Johann Hari suspended by Indy as accusations mount

Johann Hari

Inquiry will determine whether journalist lifted quotes and used pseudonym to attack critics online

BY Ben Riley-Smith LAST UPDATED AT 14:27 ON Wed 13 Jul 2011

While the Murdoch press has been grabbing all the headlines in the phone hacking scandal, another, less-reported, controversy over the ethics of British journalism came to a head yesterday as Johann Hari was suspended by the Independent for two months.  

Hari's suspension follows the Independent's decision to launch an internal inquiry, headed by founding editor Andreas Whittam Smith, into two main accusations levelled at the interviewer and columnist over the past fortnight.

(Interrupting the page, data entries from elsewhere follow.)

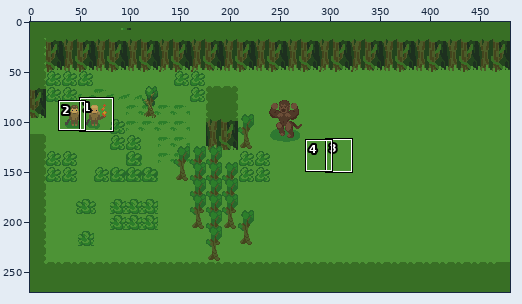
A pixel-art file gets an edit: assets/concept.aseprite. Above, an overview of the earlier version with the close-up marked.
Close-up. Earlier state:
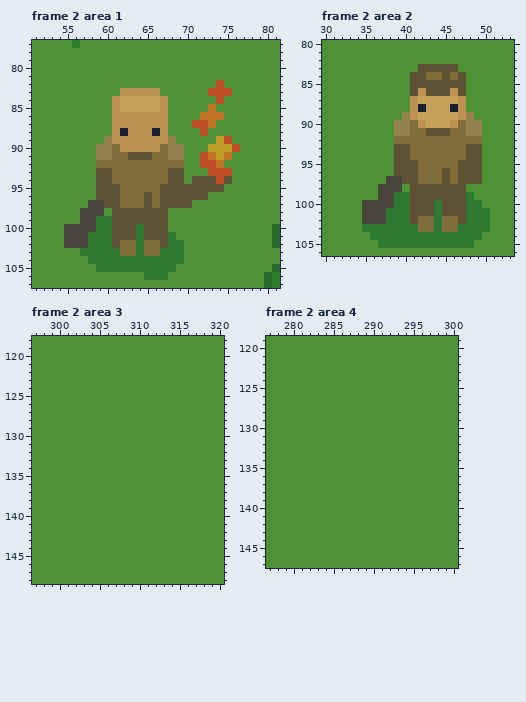
480x270 pixels, 5 frames. Colours within 5 levels of each other are drawn and written as one. Shown: frame 2 area 1: x 51..81, y 77..107; frame 2 area 2: x 30..53, y 80..106; frame 2 area 3: x 297..320, y 118..148; frame 2 area 4: x 277..300, y 119..147. The commit also changed other frames or places, which this record leaves out.
Now the later version:
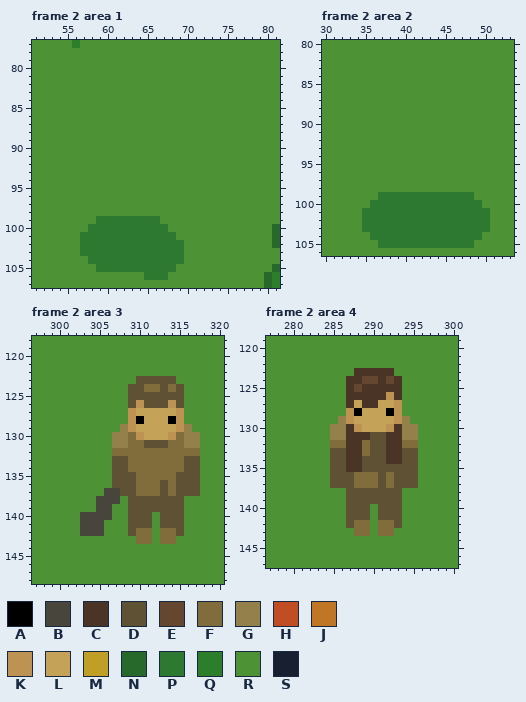
Palette (. is transparent): A #000000  B #48453d  C #493425  D #5f5234  E #654730  F #816d3c  G #93804b  H #c14d25  J #c17625  K #bd9252  L #c4a258  M #c19e25  N #27692b  P #2e7931  Q #2c7e2a  R #4d9336  S #181f30
Difference:
Changed rows in their new state; - is an unchanged pixel.
Frame 2 area 1, layer "Layer 2":
first column x 55:
 82 -------------------R--
 83 -------RRRRR------RRR-
 84 ------RRRRRRR------R--
 85 ------RRRRRRR-----R---
 86 ------RRRRRRR----RRR--
 87 ------RRRRRRR---RRR---
 88 ------RRRRRRR----R----
 89 -----RRRRRRRRR-----RR-
 90 ----RRRRRRRRRRR---RRRR
 91 ----RRRRRRRRRRR--RRRR-
 92 ----RRRRRRRRRRR--RRR--
 93 ----RRRRRRRRRRR---RRR-
 94 ----RRRRRRRRRRR-RRRRR-
 95 ----RRRRRRRRRRRRRRRR--
 96 ----RRRRRRRRRRRRRR----
 97 ---RRRRRRRRRRRRR------
 98 --RRR-RRRRRRR---------
 99 --RR--PPPPPPR---------
100 RRRP--PPP-PPP---------
101 RRP---PPP-PPP---------
102 RRP---PPP-PPP---------
103 -------PP-PP----------
Frame 2 area 2, layer "Layer 2":
first column x 35:
 83 -------RRRRR---
 84 ------RRRRRRR--
 85 ------RRRRRRR--
 86 ------RRRRRRR--
 87 ------RRRRRRR--
 88 ------RRRRRRR--
 89 -----RRRRRRRRR-
 90 ----RRRRRRRRRRR
 91 ----RRRRRRRRRRR
 92 ----RRRRRRRRRRR
 93 ----RRRRRRRRRRR
 94 ----RRRRRRRRRRR
 95 ----RRRRRRRRRRR
 96 ----RRRRRRRRRRR
 97 ---RRRRRRRRRRRR
 98 --RRR-RRRRRRR--
 99 --PP--PPPPPPP--
100 RPPP--PPP-PPP--
101 PPP---PPP-PPP--
102 PPP---PPP-PPP--
103 -------PP-PP---
Frame 2 area 3, layer "Layer 2":
first column x 303:
123 -------DDDDD---
124 ------DDFFDFD--
125 ------DDDDDDD--
126 ------DKDDDKD--
127 ------KLLLLLK--
128 ------KALLLAK--
129 -----GKLLLLLKG-
130 ----GGFKLLLKFGG
131 ----GGFFDDDFFGG
132 ----FFFFFFFFFFF
133 ----DDFFFFFFFDD
134 ----DDFFFFFFFDD
135 ----DDDFFFFFDDD
136 ----DDDFFFDFDDD
137 ---BBDDFFFDFDDD
138 --BBB-DDDDDDD--
139 --BB--DDDDDDD--
140 BBBB--DDD-DDD--
141 BBB---DDD-DDD--
142 BBB---DFF-FFD--
143 -------FF-FF---
Frame 2 area 4, layer "Layer 2":
first column x 285:
123 ---CCCCC---
124 --CCEECEC--
125 --CECCCCC--
126 --CCCCCKC--
127 --CLCCLLK--
128 --KALLLAK--
129 -GKLLLLLKG-
130 GGCKLLLKCGG
131 GGCCCDDCCGG
132 FFCCFDDCCFF
133 DDCCFDDCCDD
134 DDCCDDDCCDD
135 DDCCDDDDDDD
136 DDDFFFDFDDD
137 DDDFFFDFDDD
138 --DDDDDDD--
139 --DDDDDDD--
140 --DDD-DDD--
141 --DDD-DDD--
142 --DFF-FFD--
143 ---FF-FF---

The first claim, as the Independent reported yesterday, is that Hari "embellished his articles with quotes that were made on separate occasions". Last month a number of bloggers drew attention to the remarkable similarity between what Hari said interviewees told him in conversation and what those same interviewees had said in previous articles or their own books.

Facing mounting pressure, Hari publicly admitted that he had "something to apologise for", saying it "was wrong" to have added quotes from other sources into his interview articles. He did, however, deny the accusation of plagiarism.

The second claim, surfacing last week, is that Hari used an online alias to attack fellow journalists who criticised him. Both Nick Cohen, in his Spectator diary, and the Telegraph's Cristina Odone have noted the strange coincidence that shortly after disputes with Hari, a mysterious user named 'David r from Meth Productions' made negative changes to their Wikipedia pages. The changes often cited or praised Hari. Furthermore, according to one blogger, David R was operating an Independent computer.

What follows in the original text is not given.